The Wonder of Wunderlist

wunderlistI like lists.
I really like Wunderlist.

In the old days I used to write them in the many many notebooks that I used to buy.

That must be a family thing because when I visited my sister recently she had a huge pile of pristine beautiful stationery stacked neatly in her spare room.

I’ve tried lots of different list apps. In the pre-app era I used to use tada lists a lot.

I liked Astrid and dabbled with various other apps before finding and sticking with Wunderlist.

Everything about it is neat and well ordered. You can make lists within lists, share lists, set reminders and even add lists to an inbox to prioritise them.

You can use it on your phone, macbook and iPad and it synchronises seamlessly.

For a while I’ve been thinking about how to use Wunderlist in the classroom and after a few trials and errors I’ve come up with a way that worked well for me.

I have my account set up on my iPad/iPhone/Mac and then have a different account set up on the pupil iPads.

I then create a list on my Wunderlist account.
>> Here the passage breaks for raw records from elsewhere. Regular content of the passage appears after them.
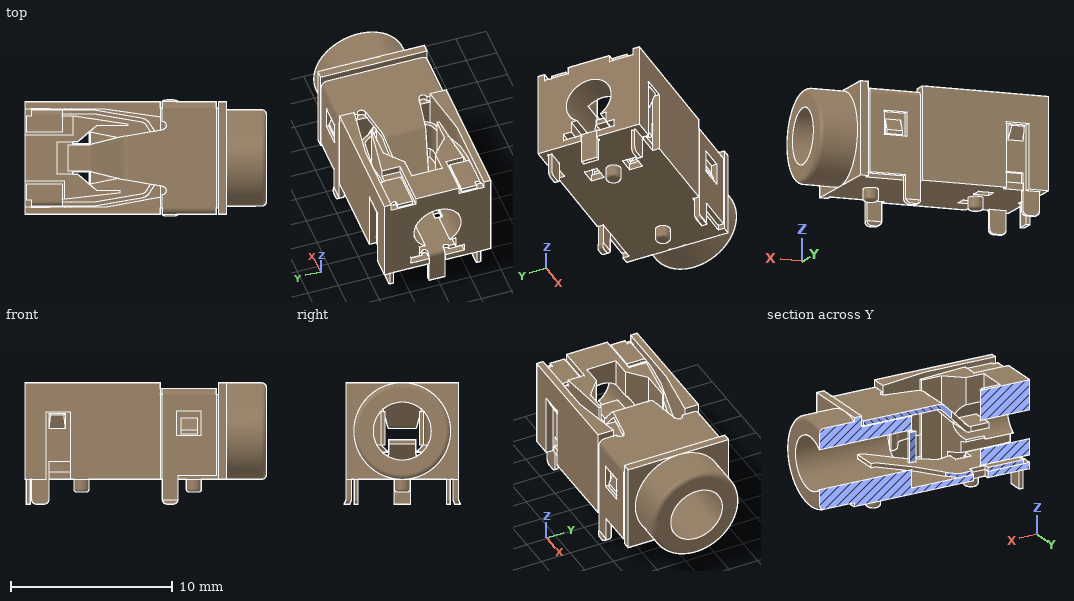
import cadquery as cq
import math

length = 15.0
body_width = 7.0
body_height = 6.0
half_width = body_width / 2
axis_height = body_height / 2

body_end = 8.4
flange_start = 12.0
flange_end = 12.52
neck_half_width = 3.09
neck_height = 5.28
barrel_diameter = 6.0
barrel_fillet = 0.3
mouth_diameter = 3.6
back_bore_diameter = 3.09
floor_height = 0.45
back_wall = 0.4
channel_outer = 3.05
block_end = 2.0
block_arm_end = 3.28
block_opening = 1.0
fin_inner = 2.01
fin_taper_end = 4.45
opening_depth = 4.5
cavity_sides = [
    (1, 3.0, 2.61, 6.39, 2.1, 4.88, 2.55),
    (-1, 2.46, 2.55, 5.9, 2.16, 5.05, 2.43),
]
pocket_floor = 5.54
pocket_inner = 1.42
window_start = 1.32
window_end = 2.82
window_height = 4.17
low_slot_half = 1.75
low_slot_top = 0.93
high_slot_half = 1.2
high_slot_top = 1.68
leg_notch_end = 0.45
floor_hole_start = 2.98
floor_hole_end = 3.99
pin_diameter = 0.95
pin_length = 0.8
pin_fillet = 0.18
pin_positions = [3.51, 10.48]
snap_start = 9.69
snap_end = 10.71
snap_bottom = 2.8
snap_edge = 3.06
snap_top = 3.8
snap_height = 0.3

leg_bottom = -1.55

shield_thickness = 0.36
shield_top = 5.65
shield_start = 8.52
shield_end = 11.88
shield_bottom = 0.25
shield_bend = 0.24
shield_leg_width = 0.99
shield_flare_top = -1.28
shield_flare = 0.112
shield_leg_round = 0.32
shield_window = (9.42, 10.94, 2.72, 4.25)
shield_notch_radius = 0.25
shield_notch_offset = 2.02
tongue_tip = 2.67
tongue_tip_top = 3.51
tongue_root = 6.3
tongue_bend = 0.45
tongue_half_outline = [
    (2.67, 0.8), (3.96, 0.8), (4.17, 0.87), (6.03, 1.34), (6.48, 1.4), (8.7, 1.78),
]

contact_thickness = 0.24
contact_outer = 2.98
contact_start = 0.4
contact_bottom = 1.12
contact_bend = 0.18
contact_plate_end = 2.86
tab_start = 0.09
tab_end = 2.32
tab_inner = 1.6
tab_outer = 2.61
arm_bottom = 2.13
arm_root_top = 5.54
arm_top = 4.2
arm_slope_end = 7.28
arm_bend = 0.6
arm_bend_x = 4.28
arm_elbow = (7.5, 2.31)
arm_contact = (8.22, 1.18)
arm_tip = (8.58, 1.18)
contact_leg_end = 1.5
contact_leg_round = 0.32
barb_start = 1.5
barb_end = 2.5
barb_bottom = 3.15
barb_edge = 3.99
barb_top = 4.1
barb_height = 0.45
barb_taper = 0.09

bottom_thickness = 0.27
bottom_leg_back = 0.08
bottom_leg_half = 0.52
bottom_leg_bend = 0.18
wing_start = 0.42
wing_half = 1.6
relief_width = 0.36
rise_start = 5.1
spring_crest = (10.8, 2.34)
spring_tip = (11.1, 2.34)
spring_tip_half = 0.84
taper_end = 7.9
waist_end = 4.08
neck_strip_half = 0.88
spring_bend = 0.3


def block(x0, x1, y0, y1, z0, z1):
    """Box between two opposite corners."""
    return cq.Workplane("XY").box(x1 - x0, y1 - y0, z1 - z0, centered=False).translate((x0, y0, z0))


def prism(points, z0, z1):
    """Vertical prism over a closed outline in X and Y."""
    return cq.Workplane("XY").workplane(offset=z0).polyline(points).close().extrude(z1 - z0)


def mirrored_outline(half_outline):
    """Closed outline symmetric about the X axis."""
    return half_outline + [(x, -y) for x, y in reversed(half_outline)]


def bent_sheet(plane, offset, path, bend, thickness, width):
    """Sheet of constant thickness along a mid-line path whose corners are rounded."""
    line = cq.Workplane(plane).workplane(offset=offset).moveTo(*path[0])
    for before, corner, after in zip(path, path[1:], path[2:]):
        angle_in = math.atan2(corner[1] - before[1], corner[0] - before[0])
        angle_out = math.atan2(after[1] - corner[1], after[0] - corner[0])
        turn = abs(math.remainder(angle_out - angle_in, math.tau))
        reach = bend * math.tan(turn / 2)
        line = line.lineTo(corner[0] - reach * math.cos(angle_in), corner[1] - reach * math.sin(angle_in))
        line = line.tangentArcPoint(
            (corner[0] + reach * math.cos(angle_out), corner[1] + reach * math.sin(angle_out)),
            relative=False,
        )
    line = line.lineTo(*path[-1])
    start = line.plane.toWorldCoords(path[0])
    direction = line.plane.toWorldCoords(path[1]) - start
    section = cq.Plane(origin=start, xDir=line.plane.zDir, normal=direction)
    return cq.Workplane(section).rect(width, thickness).sweep(line.wire())


def make_cavity_core():
    """Centre block with the bore, flanked by two tapering fins."""
    outline = []
    for side, pocket_end, fin_root, fin_end, fin_tip, _, _ in cavity_sides:
        half = [
            (block_end, side * block_opening),
            (block_arm_end, side * block_opening),
            (fin_taper_end, side * fin_inner),
            (fin_end, side * fin_inner),
            (fin_end, side * fin_tip),
            (pocket_end, side * fin_root),
            (0, side * fin_root),
        ]
        outline += half if side > 0 else half[::-1]
    return prism(outline, 0, body_height)


def make_cavity():
    """Space between the side walls, left open at the top."""
    outline = []
    for side, _, _, _, _, bend_x, end_y in cavity_sides:
        half = [
            (back_wall, side * channel_outer),
            (bend_x, side * channel_outer),
            (body_end, side * end_y),
        ]
        outline += half if side > 0 else half[::-1]
    return prism(outline, floor_height, body_height)


def cut_contact_seats(body):
    """Top pockets, wall windows and floor slots of the two side contacts."""
    leg_inner = contact_outer - contact_thickness
    for side, pocket_end, _, _, _, _, _ in cavity_sides:
        seats = [
            (0, pocket_end, pocket_inner, channel_outer, pocket_floor, body_height),
            (window_start, window_end, channel_outer, half_width, 0, window_height),
            (back_wall, contact_leg_end, leg_inner, channel_outer, 0, floor_height),
            (floor_hole_start, floor_hole_end, neck_strip_half, low_slot_half, 0, floor_height),
        ]
        for x0, x1, near, far, z0, z1 in seats:
            y0, y1 = sorted((side * near, side * far))
            body = body.cut(block(x0, x1, y0, y1, z0, z1))
    return body


def cut_back_opening(body):
    """Round bore in the back and the stepped slot for the bottom contact."""
    bore = cq.Workplane("YZ").center(0, axis_height).circle(back_bore_diameter / 2).extrude(opening_depth)
    low_slot = block(0, opening_depth, -low_slot_half, low_slot_half, floor_height, low_slot_top)
    high_slot = block(0, opening_depth, -high_slot_half, high_slot_half, floor_height, high_slot_top)
    leg_notch = block(0, leg_notch_end, -bottom_leg_half, bottom_leg_half, 0, floor_height)
    return body.cut(bore).cut(low_slot).cut(high_slot).cut(leg_notch)


def make_snap(side):
    """Wedge on the neck that holds the shield window."""
    root = side * neck_half_width
    edge = side * (neck_half_width + snap_height)
    outline = [(root, snap_bottom), (edge, snap_bottom), (edge, snap_edge), (root, snap_top)]
    wedge = cq.Workplane("YZ").workplane(offset=snap_start).polyline(outline).close()
    return wedge.extrude(snap_end - snap_start)


def make_housing():
    """Open-topped body, neck with snaps, flange, bored barrel and locating pins."""
    body = block(0, body_end, -half_width, half_width, 0, body_height)
    body = body.cut(make_cavity().cut(make_cavity_core()))
    body = cut_contact_seats(body)
    body = cut_back_opening(body)

    front = block(body_end, flange_start, -neck_half_width, neck_half_width, 0, neck_height)
    front = front.union(block(flange_start, flange_end, -half_width, half_width, 0, body_height))
    barrel = (
        cq.Workplane("YZ").workplane(offset=flange_end).center(0, axis_height)
        .circle(barrel_diameter / 2).extrude(length - flange_end)
        .faces(">X").edges().fillet(barrel_fillet)
    )
    mouth = (
        cq.Workplane("YZ").workplane(offset=body_end).center(0, axis_height)
        .circle(mouth_diameter / 2).extrude(length - body_end)
    )
    front = front.union(barrel).cut(mouth)
    for side in (1, -1):
        front = front.union(make_snap(side))
    body = body.union(front)

    for x in pin_positions:
        pin = cq.Workplane("XY").center(x, 0).circle(pin_diameter / 2).extrude(-pin_length)
        body = body.union(pin.faces("<Z").edges().fillet(pin_fillet))
    return body


def make_shield_leg(side):
    """Leg with a flared, rounded foot."""
    outer = side * half_width
    inner = side * (half_width - shield_thickness)
    flare = side * shield_flare
    outline = [
        (outer, shield_bottom), (outer, shield_flare_top), (outer + flare, leg_bottom),
        (inner + flare, leg_bottom), (inner, shield_flare_top), (inner, shield_bottom),
    ]
    profile = cq.Workplane("YZ").workplane(offset=shield_start).polyline(outline).close()
    reach = half_width + shield_flare
    leg_end = shield_start + shield_leg_width
    trimmer = block(shield_start, leg_end, -reach, reach, leg_bottom, shield_bottom)
    trimmer = trimmer.faces("<Z").edges("|Y").fillet(shield_leg_round)
    return profile.extrude(shield_leg_width).intersect(trimmer)


def make_tongue():
    """Spring tongue that dips from the bridge down into the bore."""
    top_mid = shield_top - shield_thickness / 2
    tip_mid = tongue_tip_top - shield_thickness / 2
    root_end = tongue_half_outline[-1][0]
    path = [
        (root_end, top_mid),
        (tongue_root, top_mid),
        (tongue_root - (top_mid - tip_mid), tip_mid),
        (tongue_tip, tip_mid),
    ]
    sheet = bent_sheet("XZ", 0, path, tongue_bend, shield_thickness, body_width)
    return sheet.intersect(prism(mirrored_outline(tongue_half_outline), 0, body_height))


def make_shield():
    """Bridge bent over the neck, with windows, notches, tongue and two legs."""
    side_mid = half_width - shield_thickness / 2
    top_mid = shield_top - shield_thickness / 2
    path = [
        (-side_mid, shield_bottom), (-side_mid, top_mid), (side_mid, top_mid), (side_mid, shield_bottom),
    ]
    bridge_length = shield_end - shield_start
    bridge_middle = (shield_start + shield_end) / 2
    shield = bent_sheet("YZ", bridge_middle, path, shield_bend, shield_thickness, bridge_length)

    x0, x1, z0, z1 = shield_window
    shield = shield.cut(block(x0, x1, -half_width, half_width, z0, z1))
    notches = (
        cq.Workplane("XY").workplane(offset=neck_height)
        .pushPoints([(shield_start, shield_notch_offset), (shield_start, -shield_notch_offset)])
        .circle(shield_notch_radius).extrude(shield_top - neck_height)
    )
    shield = shield.cut(notches).union(make_tongue())
    for side in (1, -1):
        shield = shield.union(make_shield_leg(side))
    return shield


def make_side_contact(side):
    """Tab on the top pocket, plate in the channel, leg, barb and spring arm."""
    mid = contact_outer - contact_thickness / 2
    inner = contact_outer - contact_thickness
    tab_top = pocket_floor + contact_thickness
    tab_mid = pocket_floor + contact_thickness / 2

    path = [(mid, contact_bottom), (mid, tab_mid), (tab_inner, tab_mid)]
    plate_middle = (contact_start + tab_end) / 2
    plate_length = tab_end - contact_start
    contact = bent_sheet("YZ", plate_middle, path, contact_bend, contact_thickness, plate_length)
    contact = contact.union(block(tab_start, contact_start, tab_inner, tab_outer, pocket_floor, tab_top))
    plate_end = block(tab_end, contact_plate_end, inner, contact_outer, contact_bottom, arm_root_top)
    contact = contact.union(plate_end)

    arm_path = [(tab_end, mid), (arm_bend_x, mid), arm_elbow, arm_contact, arm_tip]
    arm_middle = (arm_bottom + arm_root_top) / 2
    arm_height = arm_root_top - arm_bottom
    arm = bent_sheet("XY", arm_middle, arm_path, arm_bend, contact_thickness, arm_height)
    arm_side = [
        (tab_end, arm_bottom), (tab_end, arm_root_top), (contact_plate_end, arm_root_top),
        (arm_slope_end, arm_top), (arm_tip[0], arm_top), (arm_tip[0], arm_bottom),
    ]
    arm = arm.intersect(cq.Workplane("XZ").polyline(arm_side).close().extrude(-half_width))
    contact = contact.union(arm)

    leg = block(contact_start, contact_leg_end, inner, contact_outer, leg_bottom, contact_bottom)
    contact = contact.union(leg.faces("<Z").edges("|Y").fillet(contact_leg_round))

    barb = (
        cq.Workplane("YZ").workplane(offset=barb_start)
        .polyline([
            (inner, barb_bottom), (contact_outer, barb_bottom),
            (contact_outer + barb_height, barb_edge), (contact_outer, barb_top), (inner, barb_top),
        ])
        .close().extrude(barb_end - barb_start)
    )
    barb_tip = contact_outer + barb_height
    barb_outline = [
        (barb_start, inner), (barb_start, contact_outer), (barb_start + barb_taper, barb_tip),
        (barb_end - barb_taper, barb_tip), (barb_end, contact_outer), (barb_end, inner),
    ]
    contact = contact.union(barb.intersect(prism(barb_outline, barb_bottom, barb_top)))
    return contact if side > 0 else contact.mirror("XZ")


def make_bottom_contact():
    """Flat winged plate with a leg at the back and a rising spring at the front."""
    plate_mid = floor_height + bottom_thickness / 2
    relief_middle = bottom_leg_half + relief_width / 2

    spring_path = [(wing_start, plate_mid), (rise_start, plate_mid), spring_crest, spring_tip]
    spring = bent_sheet("XZ", 0, spring_path, spring_bend, bottom_thickness, 2 * wing_half)
    half_outline = [
        (wing_start, wing_half), (floor_hole_start, wing_half), (floor_hole_start, neck_strip_half),
        (waist_end, neck_strip_half), (waist_end, wing_half),
        (taper_end, spring_tip_half), (spring_tip[0], spring_tip_half),
    ]
    spring = spring.intersect(prism(mirrored_outline(half_outline), 0, body_height))

    reliefs = (
        cq.Workplane("XY").workplane(offset=floor_height)
        .pushPoints([(wing_start, relief_middle), (wing_start, -relief_middle)])
        .circle(relief_width / 2).extrude(bottom_thickness)
    )
    spring = spring.cut(reliefs)

    leg_mid = bottom_leg_back + bottom_thickness / 2
    leg_path = [(leg_mid, leg_bottom), (leg_mid, plate_mid), (floor_hole_start, plate_mid)]
    leg = bent_sheet("XZ", 0, leg_path, bottom_leg_bend, bottom_thickness, 2 * bottom_leg_half)
    return spring.union(leg)


housing = make_housing().solids()
shield = make_shield().solids()
side_contacts = [make_side_contact(side).solids() for side in (1, -1)]
bottom_contact = make_bottom_contact().solids()

result = cq.Compound.makeCompound(
    [housing.val(), shield.val(), *[contact.val() for contact in side_contacts], bottom_contact.val()]
)

Useful lists have been success criteria for a lesson, steps needed to complete a task and a set of challenges that need completing.

I then share this list with the pupil account – as soon as it is accepted it appears on all the pupil iPads.


You can use this in a number of ways

  • One list for everyone – in this instance ask the pupils not to tick the boxes but use the list as a reference point
  • Individual names lists for groups or pupils – they can then tick off the list items as they achieve them.
  • Or you could do it the other way around where pupils compile as list as they work through a task and then at they end they share it with you.

Of course, if you don’t want to use Wunderlist yourself you only need one account to do this but I can’t imagine why you wouldn’t want to use it for yourself.